Monday, February 6, 2017

Accepting the Color of Innards Inside the Slaughterhouse Bucket

by Bacopa Literary Review Editor in Chief Mary Bast

I'd like to introduce Shahé Mankerian's poem, "Fesenjān Fever," by giving readers insight into our editorial decision process. Here at Bacopa I trust the genre editors' experience and eye for good work and want them to have the last word about publication. If there's disagreement we have a discussion and try for consensus. We've also agreed that we don't want to risk losing good work to another journal by waiting until all submissions are in. So as the submission period goes on I keep an ongoing estimate of pages used by accepted pieces and pages still available. "Fesenjān Fever" was submitted a little more than six weeks before the submission period ended, and it took 2016 Poetry Editor Kaye Linden nine days to convince me we should accept it without waiting.

"Wow, this is pretty amazing," Kaye wrote on the day Mankerian's poem was submitted. "Repetition, visual imagery, concrete detail, concise and to the point, nice word choices, most lines ending on effective words. YES!"

On first reading I hesitated. "What happened to your distaste for 'you' and 'your,' Kaye? Yes it's concrete. Grotesquely so. I looked up Fesenjān -- it's a rich, tangy Iranian chicken stew flavored with pomegranate syrup. In Iran there are efforts to eliminate parasitic infection by 'condemning' animals and sending them to the slaughterhouse. I suspect the slaughterhouse in this poem is also a metaphor for Iranian slaughter. I need time to think about this one."
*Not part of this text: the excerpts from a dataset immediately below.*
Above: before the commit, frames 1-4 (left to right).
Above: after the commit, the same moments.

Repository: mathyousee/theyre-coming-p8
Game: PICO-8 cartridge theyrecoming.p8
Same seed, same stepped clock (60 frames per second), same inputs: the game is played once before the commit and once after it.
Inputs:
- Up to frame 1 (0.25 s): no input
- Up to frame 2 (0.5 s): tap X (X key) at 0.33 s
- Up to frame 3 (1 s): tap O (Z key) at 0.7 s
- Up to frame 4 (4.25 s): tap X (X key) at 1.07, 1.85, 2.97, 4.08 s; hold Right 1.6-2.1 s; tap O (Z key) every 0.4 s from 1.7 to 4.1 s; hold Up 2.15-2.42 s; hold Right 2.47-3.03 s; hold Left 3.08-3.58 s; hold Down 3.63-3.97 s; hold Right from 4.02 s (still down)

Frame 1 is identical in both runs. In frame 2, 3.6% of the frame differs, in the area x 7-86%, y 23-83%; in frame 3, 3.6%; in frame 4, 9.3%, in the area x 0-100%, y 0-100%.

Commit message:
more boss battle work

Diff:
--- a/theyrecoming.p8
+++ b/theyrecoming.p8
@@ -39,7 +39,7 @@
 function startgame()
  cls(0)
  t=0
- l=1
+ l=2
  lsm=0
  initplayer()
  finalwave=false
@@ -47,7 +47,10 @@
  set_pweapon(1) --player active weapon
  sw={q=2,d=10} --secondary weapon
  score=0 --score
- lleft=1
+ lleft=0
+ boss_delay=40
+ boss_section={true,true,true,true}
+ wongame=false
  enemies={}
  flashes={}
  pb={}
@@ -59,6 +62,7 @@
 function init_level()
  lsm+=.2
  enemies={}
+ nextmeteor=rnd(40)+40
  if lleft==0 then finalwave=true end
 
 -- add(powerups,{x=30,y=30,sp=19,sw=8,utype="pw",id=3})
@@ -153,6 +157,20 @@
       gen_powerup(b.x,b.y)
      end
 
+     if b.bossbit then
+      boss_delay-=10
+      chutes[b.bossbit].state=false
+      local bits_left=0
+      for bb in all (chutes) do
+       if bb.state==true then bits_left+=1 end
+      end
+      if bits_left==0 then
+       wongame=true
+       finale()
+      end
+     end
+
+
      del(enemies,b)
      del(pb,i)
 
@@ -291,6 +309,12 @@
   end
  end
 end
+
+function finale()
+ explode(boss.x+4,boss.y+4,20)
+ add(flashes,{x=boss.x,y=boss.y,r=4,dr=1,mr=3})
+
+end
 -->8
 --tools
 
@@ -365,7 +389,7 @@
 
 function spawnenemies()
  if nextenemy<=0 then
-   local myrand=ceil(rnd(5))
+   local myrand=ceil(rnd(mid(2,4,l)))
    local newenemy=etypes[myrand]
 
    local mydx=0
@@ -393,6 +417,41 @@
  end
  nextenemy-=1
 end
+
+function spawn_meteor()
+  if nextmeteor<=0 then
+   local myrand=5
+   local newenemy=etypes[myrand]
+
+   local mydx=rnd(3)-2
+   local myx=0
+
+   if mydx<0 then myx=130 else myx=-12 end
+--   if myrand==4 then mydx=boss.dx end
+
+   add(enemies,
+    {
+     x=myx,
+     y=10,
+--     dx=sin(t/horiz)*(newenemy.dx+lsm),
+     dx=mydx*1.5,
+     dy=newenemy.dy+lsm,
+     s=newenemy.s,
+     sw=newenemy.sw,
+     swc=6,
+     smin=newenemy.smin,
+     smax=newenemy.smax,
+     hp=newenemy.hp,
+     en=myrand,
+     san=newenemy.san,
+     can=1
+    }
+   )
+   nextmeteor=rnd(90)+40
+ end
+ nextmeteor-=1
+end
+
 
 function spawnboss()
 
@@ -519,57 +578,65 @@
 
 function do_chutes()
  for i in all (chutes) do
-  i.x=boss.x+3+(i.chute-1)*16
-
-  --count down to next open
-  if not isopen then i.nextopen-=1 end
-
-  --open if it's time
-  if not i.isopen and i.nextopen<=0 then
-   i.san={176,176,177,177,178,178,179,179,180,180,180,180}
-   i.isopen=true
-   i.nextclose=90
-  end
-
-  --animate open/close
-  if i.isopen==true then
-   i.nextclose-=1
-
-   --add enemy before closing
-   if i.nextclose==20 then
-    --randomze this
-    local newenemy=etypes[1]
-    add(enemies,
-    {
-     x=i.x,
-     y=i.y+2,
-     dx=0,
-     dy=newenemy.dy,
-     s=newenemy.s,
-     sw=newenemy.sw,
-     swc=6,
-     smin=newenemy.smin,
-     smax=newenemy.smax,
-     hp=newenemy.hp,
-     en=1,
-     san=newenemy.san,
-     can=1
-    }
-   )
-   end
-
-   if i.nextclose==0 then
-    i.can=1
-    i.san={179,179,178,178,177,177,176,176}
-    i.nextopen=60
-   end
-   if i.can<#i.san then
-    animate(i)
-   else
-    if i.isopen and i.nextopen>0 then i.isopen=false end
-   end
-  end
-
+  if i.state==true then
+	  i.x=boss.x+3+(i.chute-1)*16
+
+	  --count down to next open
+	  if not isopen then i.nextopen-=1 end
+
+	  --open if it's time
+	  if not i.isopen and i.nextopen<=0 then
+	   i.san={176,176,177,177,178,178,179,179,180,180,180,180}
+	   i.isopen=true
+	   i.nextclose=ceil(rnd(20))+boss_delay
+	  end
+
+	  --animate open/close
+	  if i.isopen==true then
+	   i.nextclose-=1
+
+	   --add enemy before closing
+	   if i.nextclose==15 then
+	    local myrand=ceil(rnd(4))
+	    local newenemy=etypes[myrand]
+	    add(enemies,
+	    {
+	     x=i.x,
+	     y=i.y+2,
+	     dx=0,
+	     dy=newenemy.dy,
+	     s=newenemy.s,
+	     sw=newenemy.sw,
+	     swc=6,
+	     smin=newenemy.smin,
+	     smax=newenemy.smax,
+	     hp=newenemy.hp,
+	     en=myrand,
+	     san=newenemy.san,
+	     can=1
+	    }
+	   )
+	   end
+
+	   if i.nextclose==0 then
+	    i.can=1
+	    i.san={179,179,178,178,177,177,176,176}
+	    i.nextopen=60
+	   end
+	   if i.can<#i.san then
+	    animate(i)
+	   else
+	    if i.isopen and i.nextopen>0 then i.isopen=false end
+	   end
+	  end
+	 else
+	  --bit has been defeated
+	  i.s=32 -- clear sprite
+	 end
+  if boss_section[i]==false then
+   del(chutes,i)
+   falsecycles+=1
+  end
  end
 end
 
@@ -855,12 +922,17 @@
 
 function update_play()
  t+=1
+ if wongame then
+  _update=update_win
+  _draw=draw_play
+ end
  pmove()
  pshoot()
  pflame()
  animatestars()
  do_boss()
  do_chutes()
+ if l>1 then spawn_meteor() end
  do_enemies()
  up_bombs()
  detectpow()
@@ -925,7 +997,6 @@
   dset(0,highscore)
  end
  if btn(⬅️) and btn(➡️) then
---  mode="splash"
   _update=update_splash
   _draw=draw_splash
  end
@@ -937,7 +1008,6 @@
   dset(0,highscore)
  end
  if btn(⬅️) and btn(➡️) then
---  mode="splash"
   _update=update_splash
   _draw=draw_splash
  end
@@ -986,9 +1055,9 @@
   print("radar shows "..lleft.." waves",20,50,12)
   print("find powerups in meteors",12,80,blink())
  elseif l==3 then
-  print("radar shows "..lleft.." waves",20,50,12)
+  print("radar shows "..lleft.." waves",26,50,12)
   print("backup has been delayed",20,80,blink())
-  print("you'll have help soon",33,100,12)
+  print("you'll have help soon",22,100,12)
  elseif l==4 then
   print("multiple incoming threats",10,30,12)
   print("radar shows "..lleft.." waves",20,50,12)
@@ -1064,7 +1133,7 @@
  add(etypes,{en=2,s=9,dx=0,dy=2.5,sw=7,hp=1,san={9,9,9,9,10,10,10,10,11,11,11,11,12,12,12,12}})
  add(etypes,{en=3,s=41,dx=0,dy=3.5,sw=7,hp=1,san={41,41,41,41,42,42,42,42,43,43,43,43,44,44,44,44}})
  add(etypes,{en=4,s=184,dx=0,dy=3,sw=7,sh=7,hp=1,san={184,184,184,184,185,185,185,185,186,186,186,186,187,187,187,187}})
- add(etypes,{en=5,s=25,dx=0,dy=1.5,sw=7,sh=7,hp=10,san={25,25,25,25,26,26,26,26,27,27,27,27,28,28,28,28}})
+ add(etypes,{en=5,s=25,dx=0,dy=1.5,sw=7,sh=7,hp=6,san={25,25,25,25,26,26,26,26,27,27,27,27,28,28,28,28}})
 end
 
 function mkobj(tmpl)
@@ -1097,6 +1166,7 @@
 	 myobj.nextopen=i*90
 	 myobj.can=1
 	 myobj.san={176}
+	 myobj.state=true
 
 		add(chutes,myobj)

Kaye: "It's absolutely gross. That's the point. The second person point of view in this one does not bother me because it has attitude and it's a universal term, referring to the general culture. I love its raw edginess, the young voice, the imagery that disturbs. It's a courageous piece. People will hate it and love it." And she did accept Mankerian's poem, and I do love it:
                               Fesenjān Fever
When you're sick, mama's pomegranate syrup takes
the color of innards inside the slaughterhouse bucket.

The crushed walnuts snuggle between your teeth
and rub against the cavities. See the sautéed duck mimic

disfigured cardboards, replacements for window panes.
The caramelized onions float in the stew, then earthworms,

then onions, then earthworms. Mama drizzles pepper
like black rain. Nothing conceals the grotesque

when you're coughing bloody phlegm, not even
a teaspoon of sugar, not even a teaspoon of cinnamon.
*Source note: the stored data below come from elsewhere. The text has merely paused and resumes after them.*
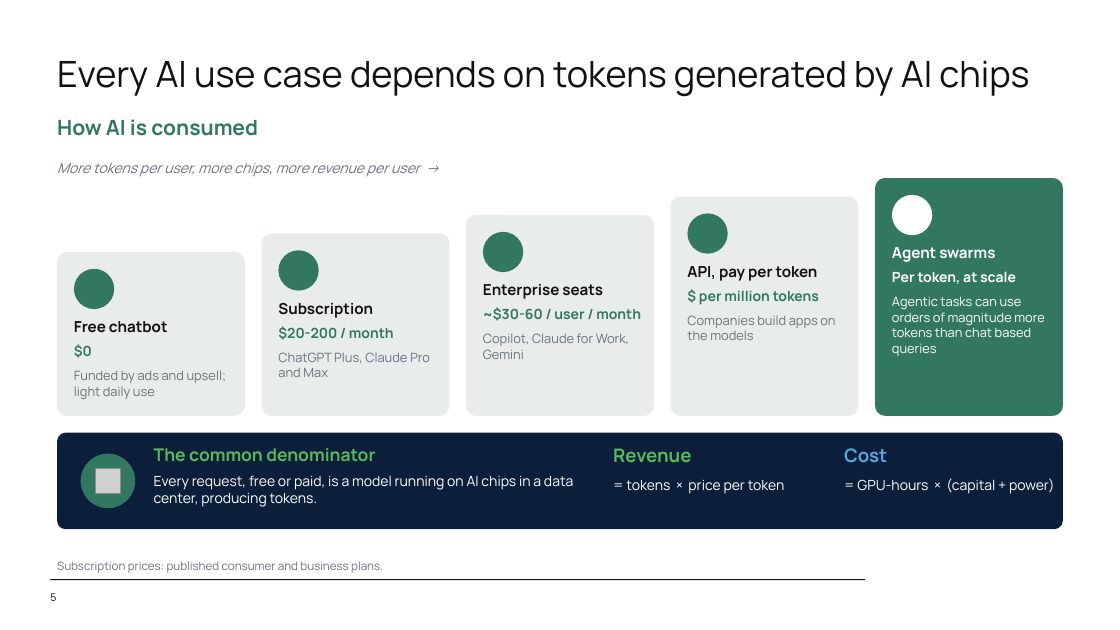
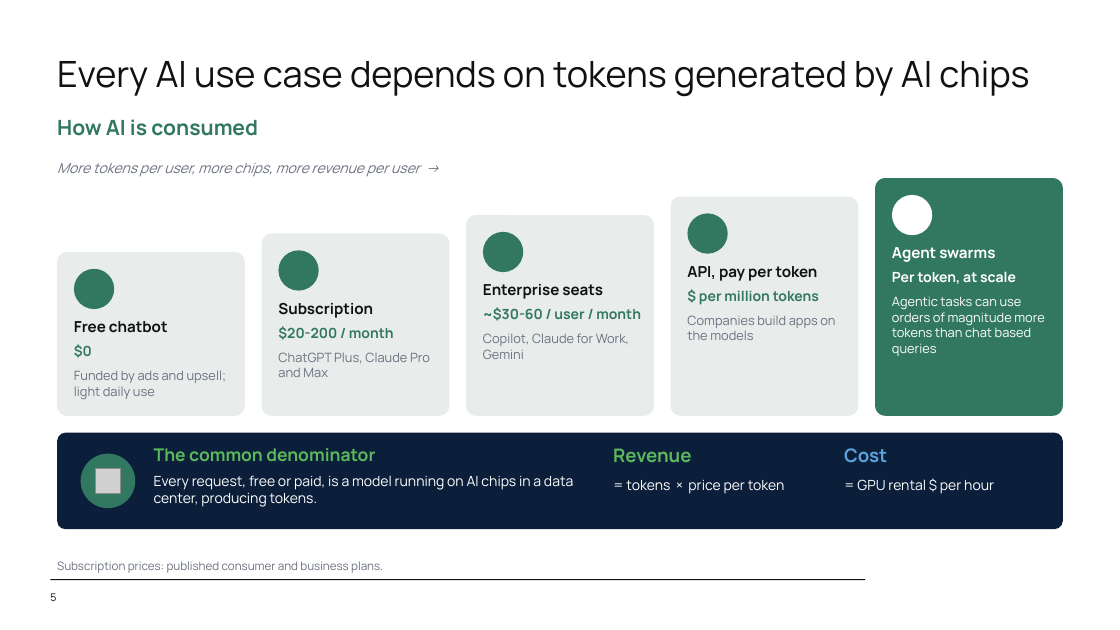
Before and after one commit to SystemCapital/AI-Dashboard, a slide deck: slide 5 of presentation/AI_Unit_Economics.pptx. Drawn at 1120x630 pixels with LibreOffice and Linux fonts; fonts in the diff are those of the drawing; grey boxes stand for pictures; background and template pictures are left out. Boxes give left, top, right and bottom in pixels: in the first picture for what was removed or moved away, otherwise in the second. Text is boxed around its words. In the diff, an @@ line names an element or a change of style, - is before the commit and + after.

```diff
--- a/presentation/AI_Unit_Economics.pptx
+++ b/presentation/AI_Unit_Economics.pptx
@@ text at (857,479,994,494): text changed @@
-= GPU-hours × (capital + power)
+= GPU rental $ per hour
```
Also in this commit, not shown: 4 other slides changed, 5 slides added, 1 slide removed, 1 other file.

The saffron threads dissolve like cigarette ash.
When you're sick, mama's pomegranate syrup takes

the color of innards inside the slaughterhouse bucket.
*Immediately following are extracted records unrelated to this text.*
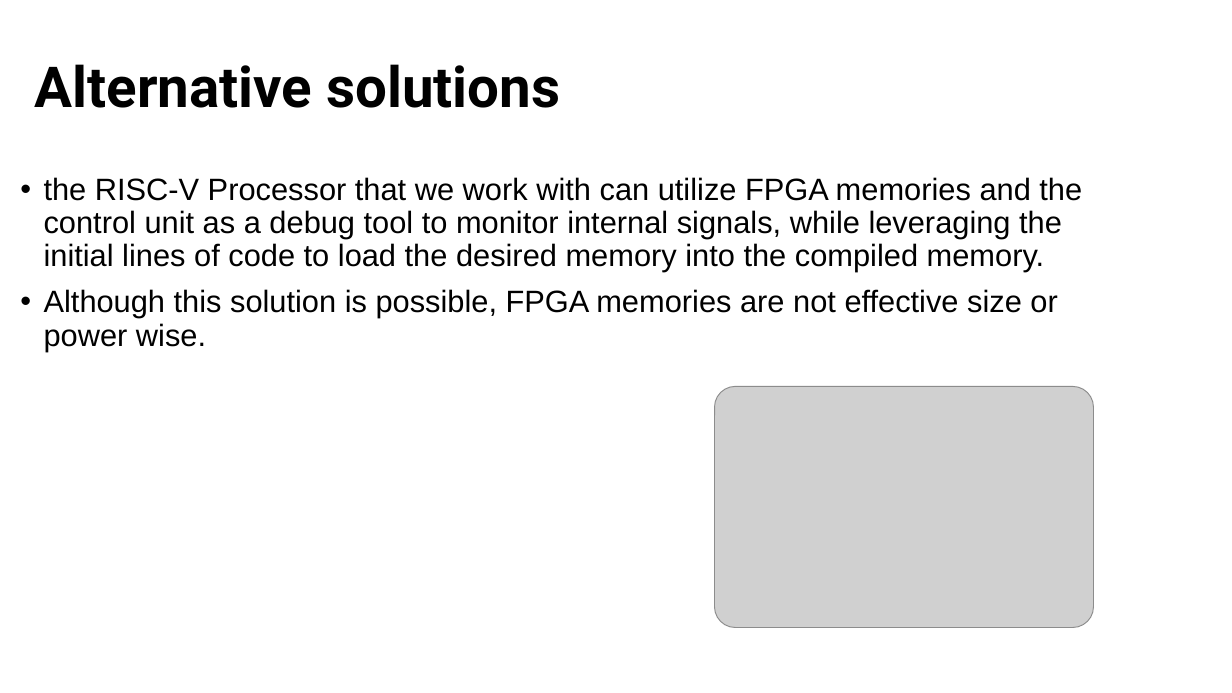
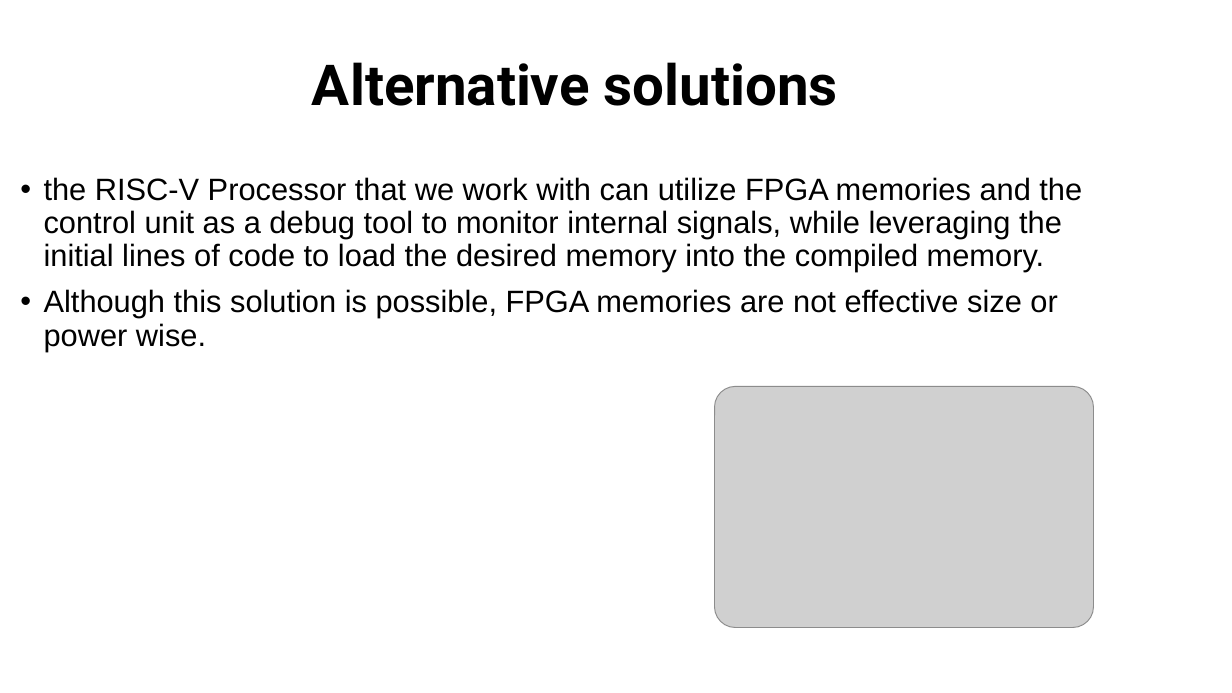
Before and after one commit to muhammad0bi/044169_project_B, a slide deck: slide 5 of Presintaions and Reports/Final presentaion VLSI project 7880.pptx. Drawn at 1232x693 pixels with LibreOffice and Linux fonts; fonts in the diff are those of the drawing; grey boxes stand for pictures. Boxes give left, top, right and bottom in pixels: in the first picture for what was removed or moved away, otherwise in the second. Text is boxed around its words. In the diff, an @@ line names an element or a change of style, - is before the commit and + after.

```diff
--- a/Presintaions and Reports/Final presentaion VLSI project 7880.pptx
+++ b/Presintaions and Reports/Final presentaion VLSI project 7880.pptx
@@ title "Alternative solutions": place and size @@
-title "Alternative solutions" at (35, 64, 560, 108)
+title "Alternative solutions" at (312, 62, 838, 106)
@@ title "Alternative solutions" at (312, 62, 838, 106): alignment left to centre @@
```
Also in this commit, not shown: 23 other slides changed.

Shahé Mankerian's manuscript, History of Forgetfulness, has been a finalist at the 2013 Crab Orchard Series in Poetry Open Competition, the Patricia Bibby First Book Competition, the Quercus Review Press (Fall Poetry Book Award), and the 2014 White Pines Press Poetry Prize.


His collection "Children of Honey" is available here, and recent publications include "Reading the Residue" (Claudius Speaks), "Table Poems" (Proximity), "Mother Gives Dementia a New Name" (Armenian Poetry Project), four poems in Forage Poetry Journal ("50th," "Will," "Turkification in Istanbul," "Moses"), "Far From the Beanstalk: (Syntax), "Dear Mr. President" (Wordpeace), "Brioches in Beirut" (These Fragile Lilacs Poetry Journal), and many others. Mankerian is co-director of the Los Angeles Writing Project and an award-winning educator (Hovsepian School, Pasadena, California).